Justice, Awareness and Basic Support (JABS)
- Formation: January 1994
- Founder: Jackie Fletcher
- Purpose: Anti-vaccine advocacy
- Website: http://www.jabs.org.uk/

= JABS =

British anti-vaccine pressure group

JABS (short for Justice, Awareness and Basic Support) is a British pressure group launched in Wigan in January 1994. Beginning as a support group for the parents of children they claim became ill after the MMR vaccine (which they claim gave their children epilepsy, brain damage or autism – see: MMR vaccine and autism), the group is currently against all forms of vaccination.

== Beginnings==
The group began as a support group after Jackie Fletcher placed an advert in the newspaper to find parents whose children became ill after their first MMR vaccine after her child was diagnosed with epilepsy ten days after he received an MMR vaccination. According to a pro-JABS article published by Private Eye, "30 families from a small community responded" originally, and by 2002 over two thousand families had been in contact.

== Membership and organisation ==
JABS members are parents of children who allegedly became ill after vaccination, particularly MMR, which they initially claimed to be a cause of brain damage and other medical issues, prior to claims that the MMR vaccine was a cause of autism and of inflammatory bowel disease. In 1996, 400 families has joined the group to seek compensation from the Department of Health over alleged "vaccine damage". It was described in 2001 as the "main organisation" for parents who are "convinced of the link between the MMR vaccine and their child's subsequent development of autism". The group has also claimed that many cases of shaken baby syndrome were caused by vaccines.

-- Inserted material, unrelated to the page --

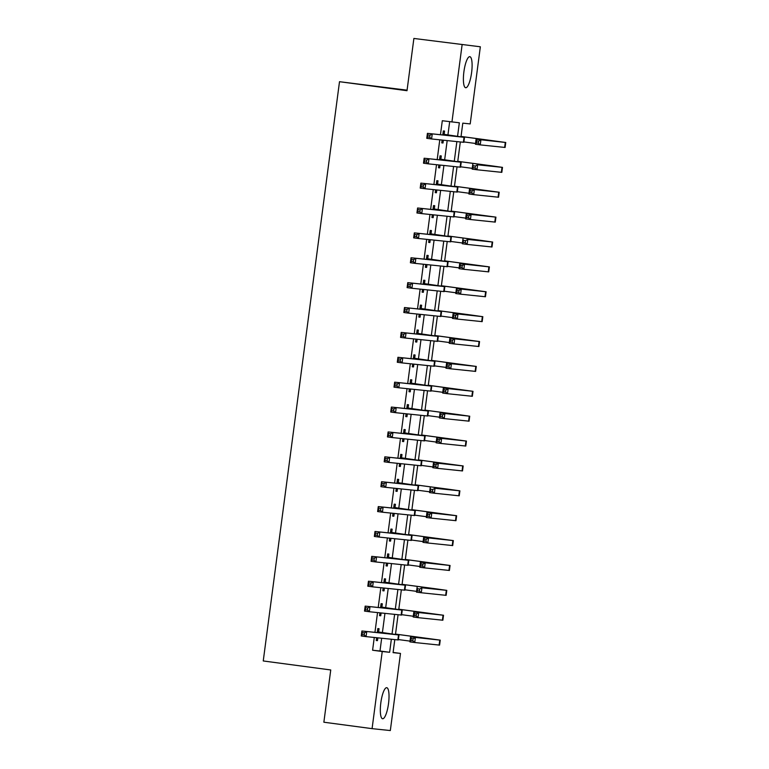 <?xml version="1.0" encoding="UTF-8"?>
<svg xmlns="http://www.w3.org/2000/svg" width="769" height="769" viewBox="0 0 769 769"><rect width="100%" height="100%" fill="white"/><g stroke="black" fill="none" stroke-linecap="round" stroke-linejoin="round"><path stroke-width="1.15" d="M380.828 702.828A15.659 3.864 -82.4 0 1 386.749 687.697A15.659 3.864 -82.4 0 1 388.518 703.625A15.659 3.864 -82.4 0 1 382.606 718.746A15.659 3.864 -82.4 0 1 380.828 702.828M463.899 71.805A15.659 3.864 -82.4 0 1 469.821 56.685A15.659 3.864 -82.4 0 1 471.599 72.613A15.659 3.864 -82.4 0 1 465.678 87.733A15.659 3.864 -82.4 0 1 463.899 71.805M407.07 90.175L339.504 81.697L263.248 660.956L330.747 669.962L323.864 722.216L372.081 728.647L382.231 651.516L389.633 652.285L391.344 639.25M339.504 81.697L407.003 90.704L413.885 38.45L480.346 46.784L470.195 123.924L462.794 123.146L460.996 136.815M393.113 652.429L400.486 653.419L390.325 730.55L372.081 728.647M457.555 136.344L459.343 122.79L442.3 120.733L440.454 134.71M439.781 139.823L437.186 159.596M436.513 164.71L433.908 184.473M433.235 189.587L430.63 209.36M429.958 214.474L427.353 234.237M426.68 239.351L424.075 259.124M423.402 264.238L420.806 284.001M420.134 289.115L417.529 308.888M416.856 314.002L414.251 333.765M413.578 338.889L410.973 358.652M410.3 363.766L407.705 383.529M407.032 388.653L404.427 408.416M403.754 413.53L401.149 433.293M400.476 438.417L397.871 458.18M397.198 463.294L394.593 483.067M393.92 488.18L391.325 507.944M390.652 513.058L388.047 532.83M387.374 537.944L384.769 557.708M384.096 562.821L381.491 582.594M380.818 587.708L378.213 607.472M377.541 612.585L374.945 632.358M374.272 637.472L372.59 650.228L379.992 650.997L381.664 638.241M382.395 632.695L384.942 613.364M385.673 607.808L388.22 588.477M388.951 582.931L391.498 563.6M392.228 558.044L394.766 538.713M395.497 533.167L398.044 513.827M398.775 508.28L401.322 488.949M402.052 483.403L404.6 464.063M405.33 458.516L407.878 439.186M408.608 433.639L411.146 414.299M411.876 408.752L414.424 389.422M415.154 383.875L417.702 364.535M418.432 358.988L420.979 339.658M421.71 334.111L424.257 314.771M424.988 309.225L427.526 289.894M428.256 284.347L430.803 265.007M431.534 259.461L434.081 240.13M434.812 234.574L437.359 215.243M438.09 209.697L440.637 190.366M441.358 184.81L443.905 165.479M444.636 159.933L447.183 140.592M447.914 135.046L449.673 121.713M444.136 134.306L444.569 131.057L443.329 130.932L442.8 134.95M442.127 140.073L441.762 142.871L442.992 143.005L443.357 140.198M440.858 159.183L441.291 155.944L440.06 155.809L439.522 159.837M438.849 164.951L438.484 167.757L439.714 167.882L440.089 165.085M437.59 184.07L438.013 180.821L436.782 180.696L436.254 184.723M435.658 189.847L435.206 192.635L436.436 192.769L436.811 189.962M434.312 208.947L434.735 205.708L433.505 205.573L432.976 209.601M432.303 214.714L431.928 217.521L433.168 217.646L433.533 214.849M431.034 233.834L431.457 230.585L430.227 230.46L429.698 234.487M429.025 239.601L428.66 242.398L429.89 242.533L430.256 239.726M427.756 258.72L428.189 255.471L426.949 255.337L426.42 259.364M425.747 264.478L425.382 267.285L426.612 267.41L426.978 264.613M424.478 283.598L424.911 280.349L423.681 280.224L423.142 284.251M422.556 289.375L422.104 292.162L423.334 292.297L423.709 289.49M421.21 308.484L421.633 305.235L420.403 305.101L419.874 309.128M419.201 314.242L418.826 317.049L420.066 317.174L420.432 314.377M417.932 333.362L418.355 330.112L417.125 329.988L416.596 334.015M415.923 339.129L415.548 341.926L416.788 342.061L417.154 339.254M414.654 358.248L415.087 354.999L413.847 354.865L413.318 358.892M412.732 364.016L412.28 366.813L413.511 366.938L413.876 364.141M411.377 383.125L411.809 379.876L410.569 379.751L410.04 383.779M409.368 388.893L409.002 391.7L410.233 391.825L410.608 389.018M408.099 408.012L408.531 404.763L407.301 404.638L406.772 408.656M406.09 413.78L405.724 416.577L406.955 416.702L407.33 413.905M404.83 432.889L405.253 429.64L404.023 429.515L403.494 433.543M402.898 438.666L402.447 441.464L403.687 441.589L404.052 438.782M401.553 457.776L401.976 454.527L400.745 454.402L400.216 458.42M399.63 463.544L399.178 466.341L400.409 466.466L400.774 463.669M398.275 482.653L398.707 479.414L397.467 479.279L396.939 483.307M396.266 488.421L395.9 491.228L397.131 491.353L397.496 488.546M394.997 507.54L395.429 504.291L394.199 504.166L393.661 508.184M392.988 513.308L392.623 516.105L393.853 516.239L394.228 513.432M391.729 532.417L392.152 529.178L390.921 529.043L390.392 533.071M389.72 538.185L389.345 540.991L390.575 541.116L390.95 538.319M388.451 557.304L388.874 554.055L387.643 553.93L387.115 557.958M386.442 563.071L386.067 565.869L387.307 566.003L387.672 563.196M385.173 582.181L385.596 578.942L384.365 578.807L383.837 582.835M383.164 587.949L382.799 590.755L384.029 590.88L384.394 588.083M381.895 607.068L382.328 603.819L381.088 603.694L380.559 607.721M379.973 612.845L379.521 615.633L380.751 615.767L381.116 612.96M378.617 631.955L379.05 628.706L377.819 628.571L377.281 632.599M376.608 637.712L376.243 640.519L377.473 640.644L377.848 637.847M413.885 38.45L480.346 46.784M372.59 650.228L382.231 651.516M451.941 122.021L462.092 44.881M392.036 633.983L394.622 614.373M395.314 609.106L397.9 589.487M398.592 584.219L401.178 564.6M401.87 559.342L404.446 539.723M405.148 534.455L407.724 514.836M408.416 509.578L411.002 489.959M411.694 484.691L414.28 465.072M414.972 459.814L417.557 440.195M418.249 434.927L420.826 415.308M421.518 410.05L424.103 390.431M424.796 385.163L427.381 365.544M428.073 360.286L430.659 340.667M431.351 335.399L433.937 315.78M434.629 310.513L437.205 290.903M437.897 285.635L440.483 266.016M441.175 260.749L443.761 241.139M444.453 235.872L447.039 216.252M447.731 210.985L450.307 191.366M451.009 186.108L453.585 166.488M454.277 161.221L456.863 141.602M394.795 639.606L393.084 652.641L400.486 653.419M460.314 141.967L457.718 161.701M457.036 166.844L454.441 186.579M453.768 191.731L451.163 211.465M450.49 216.608L447.894 236.343M447.212 241.495L444.617 261.229M443.934 266.382L441.339 286.106M440.666 291.259L438.061 310.993M437.388 316.146L434.783 335.87M434.11 341.023L431.515 360.757M430.832 365.909L428.237 385.634M427.554 390.787L424.959 410.521M424.286 415.673L421.681 435.398M421.008 440.55L418.413 460.285M417.73 465.437L415.135 485.162M414.453 490.314L411.857 510.049M411.175 515.201L408.579 534.936M407.906 540.078L405.301 559.813M404.629 564.965L402.033 584.7M401.351 589.842L398.755 609.577M398.073 614.729L395.477 634.463M379.992 650.997L389.633 652.285M441.762 142.842L442.992 143.005M438.484 167.719L439.714 167.882M435.216 192.606L436.436 192.769M431.938 217.483L433.168 217.646M428.66 242.37L429.89 242.533M425.382 267.247L426.612 267.41M422.104 292.133L423.334 292.297M418.836 317.011L420.066 317.174M415.558 341.897L416.788 342.061M412.28 366.775L413.511 366.938M409.002 391.661L410.233 391.825M405.734 416.538L406.955 416.702M402.456 441.425L403.687 441.589M399.178 466.302L400.409 466.466M395.9 491.189L397.131 491.353M392.623 516.066L393.853 516.239M389.354 540.953L390.575 541.116M386.076 565.84L387.307 566.003M382.799 590.717L384.029 590.88M379.521 615.604L380.751 615.767M376.243 640.481L377.473 640.644M443.444 134.488L459.516 136.69L427.42 133.354L464.495 137.343L442.906 134.181M442.973 133.633L444.674 134.613M429.958 135.229L432.245 133.998L431.582 138.968L426.766 138.324L427.42 133.354L427.766 136.959L429.698 137.218L429.958 135.229L428.025 134.969M429.698 137.218L431.582 138.968L463.842 142.323L464.495 137.343M426.766 138.324L427.766 136.959M478.616 141.14L476.684 140.89L476.424 142.88L478.356 143.14L478.616 141.14L480.904 139.91L480.241 144.889L475.425 144.245L476.078 139.266L505.752 142.486L461.044 136.44M461.035 136.478L500.782 141.832L476.078 139.266L476.684 140.89M463.89 141.919L475.521 143.476M478.356 143.14L480.241 144.889L505.098 147.465L505.752 142.486M475.425 144.245L476.424 142.88M440.166 159.366L455.93 161.548L424.142 158.231L461.217 162.23L439.628 159.058M439.705 158.51L441.396 159.5M426.68 160.106L428.967 158.875L428.314 163.855L423.488 163.211L424.142 158.231L424.488 161.846L426.42 162.105L426.68 160.106L424.757 159.856M426.42 162.105L428.314 163.855L460.564 167.2L461.217 162.23M423.488 163.211L424.488 161.846M436.888 184.252L452.97 186.454L420.864 183.118L457.949 187.107L436.35 183.945M436.427 183.397L438.119 184.377M423.402 184.993L425.69 183.762L425.036 188.732L420.21 188.097L420.864 183.118L421.21 186.723L423.142 186.982L423.402 184.993L421.479 184.733M423.142 186.982L425.036 188.732L457.286 192.087L457.949 187.107M420.21 188.097L421.21 186.723M433.61 209.139L449.384 211.312L417.596 207.995L454.671 211.994L433.072 208.822M433.149 208.274L434.841 209.264M420.134 209.879L422.412 208.639L421.758 213.619L416.933 212.975L417.596 207.995L417.942 211.61L419.864 211.869L420.134 209.879L418.201 209.62M419.864 211.869L421.758 213.619L454.018 216.964L454.671 211.994M416.933 212.975L417.942 211.61M491.247 165.787L457.766 161.327L497.505 166.719L477.626 164.797L502.484 167.373L491.247 165.787M460.621 166.806L472.253 168.353M475.338 166.027L477.626 164.797L476.972 169.766L472.147 169.122L472.8 164.153L473.146 167.757L475.079 168.017L475.338 166.027L473.416 165.768M475.079 168.017L476.972 169.766L501.83 172.352L502.484 167.373M472.147 169.122L473.146 167.757M472.06 190.904L470.138 190.654L469.869 192.644L471.801 192.904L472.06 190.904L474.348 189.674L473.694 194.653L468.869 194.009L469.523 189.03L499.206 192.25L454.489 186.204M454.489 186.242L494.227 191.596L469.523 189.03L470.138 190.654M457.344 191.683L468.975 193.24M471.801 192.904L473.694 194.653L498.552 197.229L499.206 192.25M468.869 194.009L469.869 192.644M468.792 215.791L466.86 215.531L466.6 217.521L468.523 217.781L468.792 215.791L471.07 214.561L470.417 219.53L465.591 218.896L466.254 213.917L495.928 217.137L451.22 211.09M451.211 211.119L490.949 216.483L466.254 213.917L466.86 215.531M454.066 216.57L465.697 218.117M468.523 217.781L470.417 219.53L495.274 222.116L495.928 217.137M465.591 218.896L466.6 217.521M430.332 234.016L446.107 236.198L414.318 232.882L451.393 236.871L429.804 233.709M429.871 233.161L431.572 234.141M416.856 234.756L419.134 233.526L418.48 238.496L413.664 237.861L414.318 232.882L414.664 236.487L416.596 236.746L416.856 234.756L414.924 234.497M416.596 236.746L418.48 238.496L450.74 241.851L451.393 236.871M413.664 237.861L414.664 236.487M481.423 240.437L447.942 235.968L487.681 241.36L467.792 239.438L492.189 241.985L481.423 240.437M450.788 241.447L462.419 243.004M465.514 240.678L467.792 239.438L467.139 244.417L462.323 243.773L462.976 238.794L463.323 242.408L465.255 242.668L465.514 240.678L463.582 240.418M465.255 242.668L467.139 244.417L491.997 246.993L492.65 242.014M462.323 243.773L463.323 242.408M427.064 258.903L442.829 261.076L411.04 257.759L448.116 261.758L426.526 258.586M426.593 258.038L428.295 259.028M413.578 259.643L415.866 258.403L415.202 263.382L410.386 262.738L411.04 257.759L411.386 261.373L413.318 261.633L413.578 259.643L411.646 259.384M413.318 261.633L415.202 263.382L447.462 266.728L448.116 261.758M410.386 262.738L411.386 261.373M462.236 265.555L460.304 265.295L460.045 267.285L461.977 267.545L462.236 265.555L464.524 264.325L463.861 269.304L459.045 268.66L459.699 263.68L489.382 266.901L444.665 260.854M444.655 260.883L484.403 266.247L459.699 263.68L460.304 265.295M447.52 266.334L459.141 267.881M461.977 267.545L463.861 269.304L488.719 271.88L489.382 266.901M459.045 268.66L460.045 267.285M423.786 283.78L439.551 285.962L407.762 282.646L444.838 286.635L423.248 283.473M423.325 282.925L425.017 283.915M410.3 284.52L412.588 283.29L411.934 288.269L407.109 287.625L407.762 282.646L408.108 286.251L410.04 286.51L410.3 284.52L408.377 284.261M410.04 286.51L411.934 288.269L444.184 291.614L444.838 286.635M407.109 287.625L408.108 286.251M458.958 290.442L457.036 290.182L456.767 292.172L458.699 292.431L458.958 290.442L461.246 289.202L460.593 294.181L455.767 293.537L456.421 288.558L486.104 291.778L441.387 285.732M441.387 285.77L481.125 291.124L456.421 288.558L457.036 290.182M444.242 291.211L455.873 292.768M458.699 292.431L460.593 294.181L485.45 296.757L486.104 291.778M455.767 293.537L456.767 292.172M420.508 308.667L436.59 310.868L404.484 307.523L441.569 311.522L419.97 308.35M420.047 307.802L421.739 308.792M407.022 309.407L409.31 308.167L408.656 313.146L403.831 312.502L404.484 307.523L404.84 311.137L406.763 311.397L407.022 309.407L405.1 309.148M406.763 311.397L408.656 313.146L440.916 316.492L441.569 311.522M403.831 312.502L404.84 311.137M471.599 315.088L438.109 310.618L477.847 316.011L453.143 313.444L482.365 316.626L471.599 315.088M440.964 316.097L452.595 317.645M455.681 315.319L457.968 314.088L457.315 319.068L452.489 318.424L453.143 313.444L453.499 317.049L455.421 317.309L455.681 315.319L453.758 315.059M455.421 317.309L457.315 319.068L482.173 321.644L482.826 316.665M452.489 318.424L453.499 317.049M417.231 333.544L433.005 335.726L401.216 332.41L438.292 336.399L416.702 333.237M416.769 332.689L418.471 333.679M403.754 334.284L406.032 333.054L405.378 338.033L400.562 337.389L401.216 332.41L401.562 336.024L403.485 336.274L403.754 334.284L401.822 334.025M403.485 336.274L405.378 338.033L437.638 341.378L438.292 336.399M400.562 337.389L401.562 336.024M452.412 340.206L450.48 339.946L450.221 341.936L452.143 342.195L452.412 340.206L454.69 338.966L454.037 343.945L449.221 343.301L449.875 338.322L479.548 341.551L434.841 335.495M434.831 335.534L474.569 340.888L449.875 338.322L450.48 339.946M437.686 340.975L449.317 342.532M452.143 342.195L454.037 343.945L478.895 346.521L479.548 341.551M449.221 343.301L450.221 341.936M413.953 358.431L430.034 360.632L397.938 357.297L435.014 361.286L413.424 358.114M413.491 357.566L415.193 358.556M400.476 359.171L402.754 357.931L402.1 362.91L397.285 362.266L397.938 357.297L398.284 360.901L400.216 361.161L400.476 359.171L398.544 358.912M400.216 361.161L402.1 362.91L434.36 366.255L435.014 361.286M397.285 362.266L398.284 360.901M449.134 365.083L447.202 364.823L446.943 366.823L448.875 367.073L449.134 365.083L451.413 363.852L450.759 368.832L445.943 368.188L446.597 363.208L476.271 366.428L431.563 360.382M431.553 360.421L471.301 365.775L446.597 363.208L447.202 364.823M434.408 365.861L446.039 367.409M448.875 367.073L450.759 368.832L475.617 371.408L476.271 366.428M445.943 368.188L446.943 366.823M410.684 383.308L426.449 385.49L394.66 382.174L431.736 386.163L410.146 383M410.213 382.453L411.915 383.443M397.198 384.048L399.486 382.818L398.832 387.797L394.007 387.153L394.66 382.174L395.006 385.788L396.939 386.038L397.198 384.048L395.266 383.789M396.939 386.038L398.832 387.797L431.082 391.142L431.736 386.163M394.007 387.153L395.006 385.788M445.857 389.97L443.924 389.71L443.665 391.7L445.597 391.959L445.857 389.97L448.144 388.729L447.491 393.709L442.665 393.065L443.319 388.095L473.002 391.315L428.285 385.259M428.285 385.298L468.023 390.652L443.319 388.095L443.924 389.71M431.14 390.748L442.771 392.296M445.597 391.959L447.491 393.709L472.339 396.285L473.002 391.315M442.665 393.065L443.665 391.7M407.407 408.195L423.488 410.396L391.383 407.061L428.468 411.05L406.868 407.878M406.945 407.33L408.637 408.32M393.92 408.935L396.208 407.705L395.554 412.674L390.729 412.03L391.383 407.061L391.729 410.665L393.661 410.925L393.92 408.935L391.998 408.675M393.661 410.925L395.554 412.674L427.804 416.029L428.468 411.05M390.729 412.03L391.729 410.665M458.497 414.616L425.007 410.146L464.745 415.539L440.041 412.972L469.253 416.154L458.497 414.616M427.862 415.625L439.493 417.183M442.579 414.847L444.867 413.616L444.213 418.596L439.387 417.952L440.041 412.972L440.387 416.587L442.319 416.836L442.579 414.847L440.656 414.587M442.319 416.836L444.213 418.596L469.071 421.172L469.724 416.192M439.387 417.952L440.387 416.587M404.129 433.072L419.903 435.254L388.114 431.938L425.19 435.927L403.59 432.764M403.667 432.216L405.359 433.207M390.642 433.812L392.93 432.582L392.277 437.561L387.451 436.917L388.114 431.938L388.46 435.552L390.383 435.802L390.642 433.812L388.72 433.562M390.383 435.802L392.277 437.561L424.536 440.906L425.19 435.927M387.451 436.917L388.46 435.552M439.301 439.733L437.378 439.474L437.119 441.464L439.041 441.723L439.301 439.733L441.589 438.503L440.935 443.473L436.11 442.829L436.773 437.859L466.447 441.079L421.729 435.023M421.729 435.062L461.467 440.416L436.773 437.859L437.378 439.474M424.584 440.512L436.215 442.06M439.041 441.723L440.935 443.473L465.793 446.049L466.447 441.079M436.11 442.829L437.119 441.464M400.851 457.959L416.933 460.16L384.836 456.824L421.912 460.814L400.322 457.642M400.389 457.094L402.091 458.084M387.374 458.699L389.652 457.468L388.999 462.438L384.183 461.794L384.836 456.824L385.182 460.429L387.105 460.689L387.374 458.699L385.442 458.439M387.105 460.689L388.999 462.438L421.258 465.793L421.912 460.814M384.183 461.794L385.182 460.429M436.033 464.611L434.101 464.361L433.841 466.35L435.763 466.6L436.033 464.611L438.311 463.38L437.657 468.359L432.841 467.715L433.495 462.736L463.169 465.956L418.461 459.91M418.451 459.949L458.199 465.303L433.495 462.736L434.101 464.361M421.306 465.389L432.937 466.946M435.763 466.6L437.657 468.359L462.515 470.936L463.169 465.956M432.841 467.715L433.841 466.35M397.583 482.836L413.347 485.018L381.559 481.702L418.634 485.691L397.044 482.528M397.112 481.98L398.813 482.97M384.096 483.576L386.384 482.346L385.721 487.325L380.905 486.681L381.559 481.702L381.905 485.316L383.837 485.566L384.096 483.576L382.164 483.326M383.837 485.566L385.721 487.325L417.98 490.67L418.634 485.691M380.905 486.681L381.905 485.316M448.663 489.257L415.183 484.797L454.921 490.189L435.043 488.267L459.891 490.843L448.663 489.257M418.028 490.276L429.66 491.824M432.755 489.497L435.043 488.267L434.379 493.237L429.563 492.593L430.217 487.623L430.563 491.228L432.495 491.487L432.755 489.497L430.823 489.238M432.495 491.487L434.379 493.237L459.237 495.813L459.891 490.843M429.563 492.593L430.563 491.228M394.305 507.723L410.386 509.924L378.281 506.588L415.356 510.578L393.766 507.405M393.843 506.858L395.535 507.848M380.818 508.463L383.106 507.232L382.453 512.202L377.627 511.558L378.281 506.588L378.627 510.193L380.559 510.453L380.818 508.463L378.896 508.203M380.559 510.453L382.453 512.202L414.702 515.557L415.356 510.578M377.627 511.558L378.627 510.193M429.477 514.374L427.545 514.125L427.285 516.114L429.217 516.364L429.477 514.374L431.765 513.144L431.111 518.123L426.286 517.479L426.939 512.5L456.623 515.72L411.905 509.674M411.905 509.712L451.643 515.067L426.939 512.5L427.545 514.125M414.76 515.153L426.391 516.71M429.217 516.364L431.111 518.123L455.969 520.7L456.623 515.72M426.286 517.479L427.285 516.114M391.027 532.6L406.801 534.782L375.003 531.466L412.088 535.464L390.489 532.292M390.565 531.744L392.257 532.734M377.541 533.34L379.828 532.11L379.175 537.089L374.349 536.445L375.003 531.466L375.349 535.08L377.281 535.339L377.541 533.34L375.618 533.09M377.281 535.339L379.175 537.089L411.425 540.434L412.088 535.464M374.349 536.445L375.349 535.08M426.199 539.261L424.277 539.002L424.007 540.991L425.939 541.251L426.199 539.261L428.487 538.031L427.833 543.001L423.008 542.356L423.661 537.387L453.345 540.607L408.627 534.561M408.627 534.59L448.365 539.953L423.661 537.387L424.277 539.002M411.482 540.04L423.113 541.587M425.939 541.251L427.833 543.001L452.691 545.577L453.345 540.607M423.008 542.356L424.007 540.991M387.749 557.487L403.831 559.688L371.735 556.352L408.81 560.341L387.211 557.179M387.288 556.631L388.979 557.612M374.272 558.227L376.55 556.996L375.897 561.966L371.071 561.322L371.735 556.352L372.081 559.957L374.003 560.216L374.272 558.227L372.34 557.967M374.003 560.216L375.897 561.966L408.156 565.321L408.81 560.341M371.071 561.322L372.081 559.957M422.931 564.138L420.999 563.888L420.739 565.878L422.662 566.138L422.931 564.138L425.209 562.908L424.555 567.887L419.73 567.243L420.393 562.264L450.067 565.484L405.359 559.438M405.35 559.476L445.088 564.831L420.393 562.264L420.999 563.888M408.204 564.917L419.836 566.474M422.662 566.138L424.555 567.887L449.413 570.463L450.067 565.484M419.73 567.243L420.739 565.878M384.471 582.373L400.245 584.546L368.457 581.229L405.532 585.228L383.942 582.056M384.01 581.508L385.711 582.498M370.994 583.113L373.273 581.873L372.619 586.853L367.803 586.209L368.457 581.229L368.803 584.844L370.735 585.103L370.994 583.113L369.062 582.854M370.735 585.103L372.619 586.853L404.879 590.198L405.532 585.228M367.803 586.209L368.803 584.844M435.562 588.785L402.081 584.325L441.819 589.717L421.931 587.795L446.789 590.371L435.562 588.785M404.927 589.804L416.558 591.351M419.653 589.025L421.931 587.795L421.277 592.764L416.462 592.12L417.115 587.151L417.461 590.755L419.393 591.015L419.653 589.025L417.721 588.766M419.393 591.015L421.277 592.764L446.135 595.35L446.789 590.371M416.462 592.12L417.461 590.755M381.203 607.25L397.285 609.452L365.179 606.116L402.254 610.105L380.665 606.943M380.732 606.395L382.433 607.375M367.717 607.991L370.004 606.76L369.341 611.73L364.525 611.095L365.179 606.116L365.525 609.721L367.457 609.98L367.717 607.991L365.784 607.731M367.457 609.98L369.341 611.73L401.601 615.085L402.254 610.105M364.525 611.095L365.525 609.721M416.375 613.912L414.443 613.652L414.183 615.642L416.116 615.902L416.375 613.912L418.663 612.672L418 617.651L413.184 617.007L413.837 612.028L443.521 615.248L398.803 609.202M398.794 609.24L438.541 614.594L413.837 612.028L414.443 613.652M401.658 614.681L413.28 616.238M416.116 615.902L418 617.651L442.857 620.227L443.521 615.248M413.184 617.007L414.183 615.642M377.925 632.137L393.69 634.31L361.901 630.993L398.976 634.992L377.387 631.82M377.464 631.272L379.155 632.262M364.439 632.877L366.726 631.637L366.073 636.617L361.247 635.973L361.901 630.993L362.247 634.608L364.179 634.867L364.439 632.877L362.516 632.618M364.179 634.867L366.073 636.617L398.323 639.962L398.976 634.992M361.247 635.973L362.247 634.608M413.097 638.789L411.175 638.53L410.906 640.519L412.838 640.779L413.097 638.789L415.385 637.559L414.731 642.528L409.906 641.894L410.559 636.915L440.243 640.135L395.526 634.089M395.526 634.117L435.264 639.481L410.559 636.915L411.175 638.53M398.38 639.568L410.012 641.115M412.838 640.779L414.731 642.528L439.589 645.114L440.243 640.135M409.906 641.894L410.906 640.519M464.034 137.305L463.38 142.284M505.291 142.457L504.637 147.427M460.756 162.192L460.102 167.171M457.478 187.069L456.824 192.048M454.2 211.956L453.547 216.935M502.013 167.334L501.359 172.314M498.735 192.221L498.081 197.191M495.467 217.098L494.813 222.078M450.932 236.833L450.269 241.812M492.189 241.985L491.535 246.955M447.654 261.72L447 266.699M488.911 266.862L488.257 271.841M444.376 286.606L443.723 291.576M485.633 291.749L484.979 296.719M441.098 311.483L440.445 316.463M482.365 316.626L481.702 321.605M437.821 336.37L437.167 341.34M479.087 341.513L478.433 346.492M434.552 361.247L433.889 366.227M475.809 366.39L475.155 371.369M431.274 386.134L430.621 391.104M472.531 391.277L471.878 396.256M427.997 411.011L427.343 415.991M469.253 416.154L468.6 421.133M424.719 435.898L424.065 440.868M465.985 441.041L465.322 446.02M421.45 460.775L420.787 465.754M462.707 465.918L462.054 470.897M418.173 485.662L417.519 490.632M459.429 490.805L458.776 495.784M414.895 510.539L414.241 515.518M456.152 515.691L455.498 520.661M411.617 535.426L410.963 540.405M452.874 540.569L452.22 545.548M408.339 560.303L407.685 565.282M449.605 565.455L448.942 570.425M405.071 585.19L404.407 590.169M446.328 590.332L445.674 595.312M401.793 610.067L401.139 615.046M443.05 615.219L442.396 620.189M398.515 634.954L397.861 639.933M439.772 640.096L439.118 645.076"/></g></svg>

It has been described as an anti-vaccine or a "vaccine critical" group. Alongside the earlier U.S.-based National Vaccine Information Center, it has been described as "instrumental" in "misinforming the public, misdirecting health resources, engendering spurious controversy, and facilitating declining vaccination rates to levels below those needed for 'herd immunity' in some regions by way of their emotional pleas". JABS founder Jackie Fletcher says the group is not anti-vaccine, but seeks greater information and compensation for alleged vaccine side-effects.

The group currently has a Facebook page and operates an online message board, JABSforum.

== Richard Barr and Andrew Wakefield ==

A solicitor for the group, Richard Barr, began acting for JABS shortly after its formation. He applied for legal aid to fund clinical studies into associations between the vaccine and the alleged side-effects claimed by JABS. He formed a partnership with Andrew Wakefield in 1996, who was paid £150 per hour by the law firm. The pair were awarded £55,000 by the Legal Aid Board to start their research. JABS referred children to Wakefield, and Wakefield admitted several children of JABS parents to the Royal Free Hospital for tests in 1996.

Barr also paid a substantial sum to then-doctor Wakefield two years before his now-retracted 1998 Lancet report, urging Wakefield to discredit the MMR vaccine. Brian Deer has described this partnership as "the foundation of the vaccine crisis, both in Britain and throughout the world".